Core Enhancements in MMMU-Pro

The authors introduce several methodical refinements to achieve a more challenging evaluation tool:

Question Filtering: MMMU-Pro begins by filtering out questions that can be correctly answered by text-only models. This rigorous selection ensures that the remaining set demands a true multimodal understanding, eliminating dependency on textual cues alone. Four state-of-the-art open-source LLMs were utilized as a filter to ensure this robustness.
Option Augmentation: The benchmark increases the complexity of answering questions by expanding the multiple-choice options from four to ten. This augmentation is a strategic step to curtail models from exploiting option-based shortcuts, forcing a deeper engagement with the multimodal inputs.
Vision-only Input Setting: MMMU-Pro innovates by embedding questions within images in a vision-only setting. This simulates real-world scenarios where textual and visual information is integrated, challenging models to synthesize information in a manner akin to human cognitive processing.

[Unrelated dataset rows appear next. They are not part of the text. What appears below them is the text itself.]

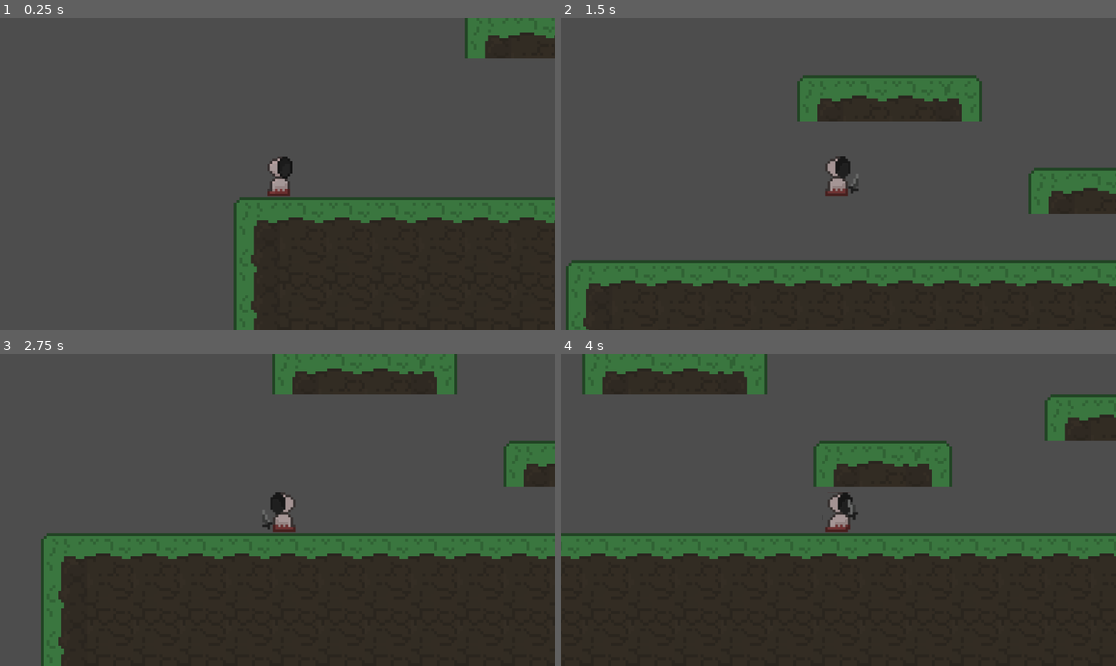
Above: before the commit, frames 1-4 (two rows, left to right).
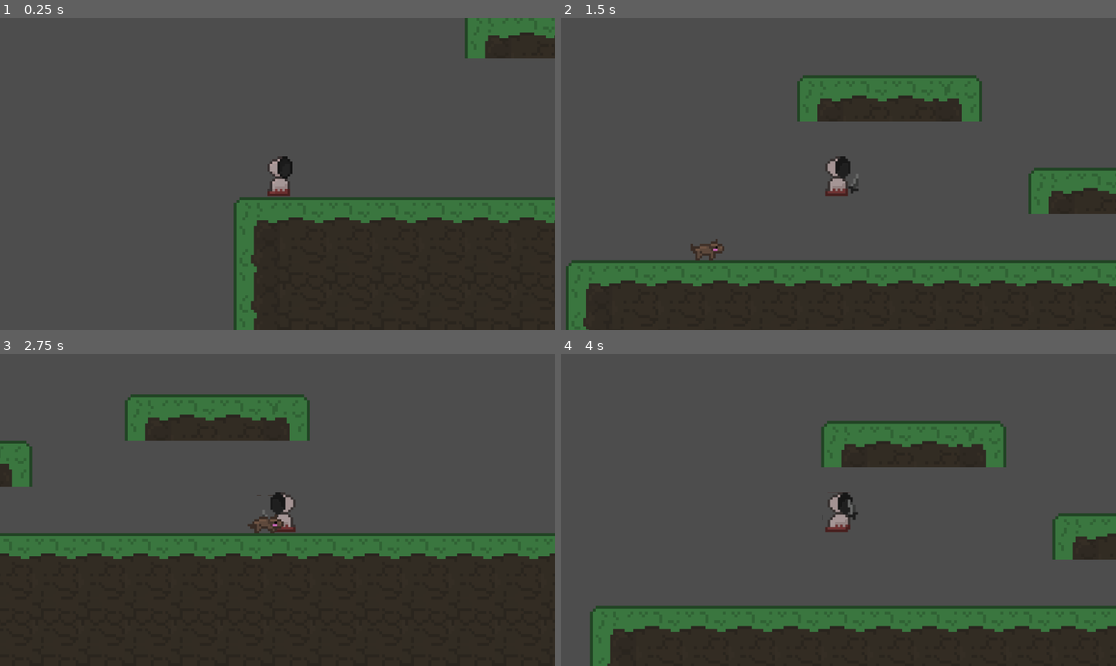
Above: after the commit, the same moments.

Repository: lassimultamaki/GoDot-MustaLammas
Game: Godot game, scene res://scenes/game.tscn
The game is run twice, just before and just after one commit, with the same random seed, the same clock (stepped at 60 frames per second) and the same inputs.
Inputs (mouse positions are in pixels of both pictures, inside the frame that each line leads up to):
- Up to frame 1 (0.25 s): no input
- Up to frame 2 (1.5 s): move the mouse to (960, 158) at 0.52 s; press the mouse at (960, 158) at 0.53 s; hold D (Right) from 0.53 s (still down); tap Space (Jump) at 0.77 s; move the mouse to (727, 189) at 1.27 s; release the mouse at (727, 189) at 1.28 s; click (727, 189) at 1.35 s
- Up to frame 3 (2.75 s): tap Space (Jump) at 1.52 s; move the mouse to (333, 441) at 2.02 s; release D (Right) at 2.03 s; press the mouse at (333, 441) at 2.03 s; hold A (Left) from 2.03 s (still down)
- Up to frame 4 (4 s): move the mouse to (810, 572) at 2.77 s; release A (Left) at 2.78 s; release the mouse at (810, 572) at 2.78 s; hold D (Right) from 2.78 s (still down); click (810, 572) at 2.85 s; tap Space (Jump) at 3.02, 3.77 s; move the mouse to (1005, 556) at 3.52 s; press the mouse at (1005, 556) at 3.53 s

The runs differ from the first frame. In frame 1, less than 0.1% of the frame differs, in the area x 48-53%, y 44-51%; in frame 2, 0.2%; in frame 3, 17%; in frame 4, 44%, in the area x 0-100%, y 0-100%.

Commit message:
päivitys_1.0

Diff:
--- a/scenes/character_body_2d.tscn
+++ /dev/null
@@ -1,79 +0,0 @@
-[gd_scene load_steps=11 format=3 uid="uid://bxeont04bbu82"]
-
-[ext_resource type="Script" uid="uid://bm3r7ew5d1ke5" path="res://scrips/character_body_2d.gd" id="1_g2brh"]
-[ext_resource type="Texture2D" uid="uid://c71gpwew5kgdj" path="res://assets/Uus kultisti (2).svg" id="2_g2brh"]
-
-[sub_resource type="CapsuleShape2D" id="CapsuleShape2D_g2brh"]
-radius = 159.0
-height = 496.0
-
-[sub_resource type="AtlasTexture" id="AtlasTexture_4vejd"]
-atlas = ExtResource("2_g2brh")
-region = Rect2(0, 0, 416, 512)
-
-[sub_resource type="AtlasTexture" id="AtlasTexture_ws0vm"]
-atlas = ExtResource("2_g2brh")
-region = Rect2(513, 0, 416, 512)
-
-[sub_resource type="AtlasTexture" id="AtlasTexture_rhr3r"]
-atlas = ExtResource("2_g2brh")
-region = Rect2(0, 512, 416, 512)
-
-[sub_resource type="AtlasTexture" id="AtlasTexture_t53lx"]
-atlas = ExtResource("2_g2brh")
-region = Rect2(513, 512, 416, 512)
-
-[sub_resource type="AtlasTexture" id="AtlasTexture_g2brh"]
-atlas = ExtResource("2_g2brh")
-region = Rect2(0, 0, 417, 512)
-
-[sub_resource type="AtlasTexture" id="AtlasTexture_dn4c7"]
-atlas = ExtResource("2_g2brh")
-region = Rect2(513, 0, 417, 512)
-
-[sub_resource type="SpriteFrames" id="SpriteFrames_t53lx"]
-animations = [{
-"frames": [{
-"duration": 1.0,
-"texture": SubResource("AtlasTexture_4vejd")
-}, {
-"duration": 1.0,
-"texture": SubResource("AtlasTexture_ws0vm")
-}, {
-"duration": 1.0,
-"texture": SubResource("AtlasTexture_rhr3r")
-}, {
-"duration": 1.0,
-"texture": SubResource("AtlasTexture_t53lx")
-}],
-"loop": true,
-"name": &"Run",
-"speed": 8.0
-}, {
-"frames": [{
-"duration": 1.0,
-"texture": SubResource("AtlasTexture_g2brh")
-}, {
-"duration": 1.0,
-"texture": SubResource("AtlasTexture_dn4c7")
-}],
-"loop": true,
-"name": &"idle",
-"speed": 5.0
-}]
-
-[node name="Player" type="CharacterBody2D"]
-script = ExtResource("1_g2brh")
-
-[node name="CollisionShape2D" type="CollisionShape2D" parent="."]
-position = Vector2(212, -21)
-shape = SubResource("CapsuleShape2D_g2brh")
-
-[node name="AnimatedSprite2D" type="AnimatedSprite2D" parent="."]
-position = Vector2(165, -18)
-scale = Vector2(0.9879808, 1)
-sprite_frames = SubResource("SpriteFrames_t53lx")
-animation = &"Run"
-autoplay = "idle"
-frame = 3
-frame_progress = 0.006264468
--- a/scenes/game.tscn
+++ b/scenes/game.tscn
@@ -1,7 +1,8 @@
-[gd_scene load_steps=7 format=4 uid="uid://dwvlppbyeq7p5"]
+[gd_scene load_steps=8 format=4 uid="uid://dwvlppbyeq7p5"]
 
 [ext_resource type="Texture2D" uid="uid://de66kprdslq76" path="res://assets/Tileset (10).svg" id="1_uwrxv"]
 [ext_resource type="PackedScene" uid="uid://dnp3sukl7qc00" path="res://scenes/player.tscn" id="2_yqjtg"]
+[ext_resource type="Script" uid="uid://diacxddtoh0ih" path="res://scenes/path_follow_2d.gd" id="3_lbhrr"]
 [ext_resource type="PackedScene" uid="uid://kle0ktscnk08" path="res://scenes/wolf_2_0.tscn" id="3_lnu2h"]
 
 [sub_resource type="TileSetAtlasSource" id="TileSetAtlasSource_yqjtg"]
@@ -775,6 +776,8 @@
 [node name="PathFollow2D" type="PathFollow2D" parent="Path2D"]
 position = Vector2(2289, -32)
 rotation = 3.1415927
+rotates = false
+script = ExtResource("3_lbhrr")
 
 [node name="Wolf 2_0" parent="Path2D/PathFollow2D" instance=ExtResource("3_lnu2h")]
 position = Vector2(-10, 27)
--- a/scenes/player.tscn
+++ b/scenes/player.tscn
@@ -144,8 +144,9 @@
 position = Vector2(5, 5.0000005)
 scale = Vector2(0.8717949, 0.8645833)
 sprite_frames = SubResource("SpriteFrames_tuyoq")
-animation = &"Run"
-frame_progress = 0.85196894
+animation = &"Idle"
+autoplay = "Idle"
+frame_progress = 0.901306
 
 [node name="Weaponhitbox" type="Area2D" parent="AnimatedSprite2D"]
 
--- a/scenes/wolf.tscn
+++ /dev/null
@@ -1,58 +0,0 @@
-[gd_scene load_steps=9 format=3 uid="uid://dmn62f37b0o4a"]
-
-[ext_resource type="Script" uid="uid://dbyxe8p5pevh5" path="res://scrips/wolf.gd" id="1_jrowp"]
-[ext_resource type="Texture2D" uid="uid://235bdykj0wy1" path="res://assets/Koira (1).svg" id="2_3a5b2"]
-
-[sub_resource type="AtlasTexture" id="AtlasTexture_aexq3"]
-atlas = ExtResource("2_3a5b2")
-region = Rect2(0, 0, 512, 512)
-
-[sub_resource type="AtlasTexture" id="AtlasTexture_l0rve"]
-atlas = ExtResource("2_3a5b2")
-region = Rect2(512, 0, 512, 512)
-
-[sub_resource type="AtlasTexture" id="AtlasTexture_mf2yl"]
-atlas = ExtResource("2_3a5b2")
-region = Rect2(0, 512, 512, 512)
-
-[sub_resource type="AtlasTexture" id="AtlasTexture_702ps"]
-atlas = ExtResource("2_3a5b2")
-region = Rect2(512, 512, 512, 512)
-
-[sub_resource type="SpriteFrames" id="SpriteFrames_u83lg"]
-animations = [{
-"frames": [{
-"duration": 1.0,
-"texture": SubResource("AtlasTexture_aexq3")
-}, {
-"duration": 1.0,
-"texture": SubResource("AtlasTexture_l0rve")
-}, {
-"duration": 1.0,
-"texture": SubResource("AtlasTexture_mf2yl")
-}, {
-"duration": 1.0,
-"texture": SubResource("AtlasTexture_702ps")
-}],
-"loop": true,
-"name": &"default",
-"speed": 5.0
-}]
-
-[sub_resource type="RectangleShape2D" id="RectangleShape2D_jrowp"]
-size = Vector2(102, 67)
-
-[node name="Wolf" type="CharacterBody2D"]
-position = Vector2(27, -37)
-script = ExtResource("1_jrowp")
-
-[node name="AnimatedSprite2D" type="AnimatedSprite2D" parent="."]
-position = Vector2(-2, -29)
-scale = Vector2(0.23828125, 0.2421875)
-sprite_frames = SubResource("SpriteFrames_u83lg")
-autoplay = "default"
-frame_progress = 0.50681925
-
-[node name="CollisionShape2D" type="CollisionShape2D" parent="."]
-position = Vector2(3, -0.5)
-shape = SubResource("RectangleShape2D_jrowp")
Renamed: scrips/path_follow_2d.gd -> scenes/path_follow_2d.gd
Not shown, added: scenes/path_follow_2d.gd.uid
Not shown, removed: scrips/path_follow_2d.gd.uid

Findings and Performance Analysis

The experimental results reveal that models, when faced with MMMU-Pro, show a substantial drop in performance compared to the original MMMU benchmark, with accuracy reductions ranging from 16.8% to 26.9%. This decline underscores the efficacy of MMMU-Pro in testing the boundaries of model understanding. Notably, even advanced optical character recognition (OCR) capabilities only marginally impact these outcomes, suggesting that the benchmark’s complexity lies beyond mere text extraction.

Moreover, the application of Chain of Thought (CoT) reasoning strategies generally elevates performance but also showcases variability across different models, affirming that while CoT aids reasoning, its effectiveness is model-dependent.

Implications and Future Research Directions

The findings from MMMU-Pro provide an important framework for evaluating and advancing AI systems’ multimodal understanding. Key implications include:

Model Development: Efforts should be directed towards enhancing the integration of visual-textual data within models to address the integrated input challenge presented by MMMU-Pro. This involves refining how models perceive and reason about complex scenes where text and images coalesce.
Evaluation Strategies: MMMU-Pro sheds light on the need for benchmarks that accurately reflect real-world scenarios that users encounter, fostering the creation of models equipped to handle diverse, integrated inputs seamlessly.
Sophisticated Reasoning Capabilities: Given the identified performance drops, future research should explore augmenting multimodal reasoning frameworks in AI, pushing beyond current capabilities to deal with intricate, nuanced, and contextually-rich inputs.

Conclusion

MMMU-Pro succeeds in its mission to elevate the evaluation of multimodal AI systems by introducing a challenging benchmark that stands as a better proxy for real-world application demands. Its design considerations offer insights that could steer future multimodal model advancements. Additionally, MMMU-Pro sets a precedent for constructing thoroughly challenging evaluation mechanisms, promoting a deeper understanding of how multimodal models can be aligned with human-like cognitive processing capabilities.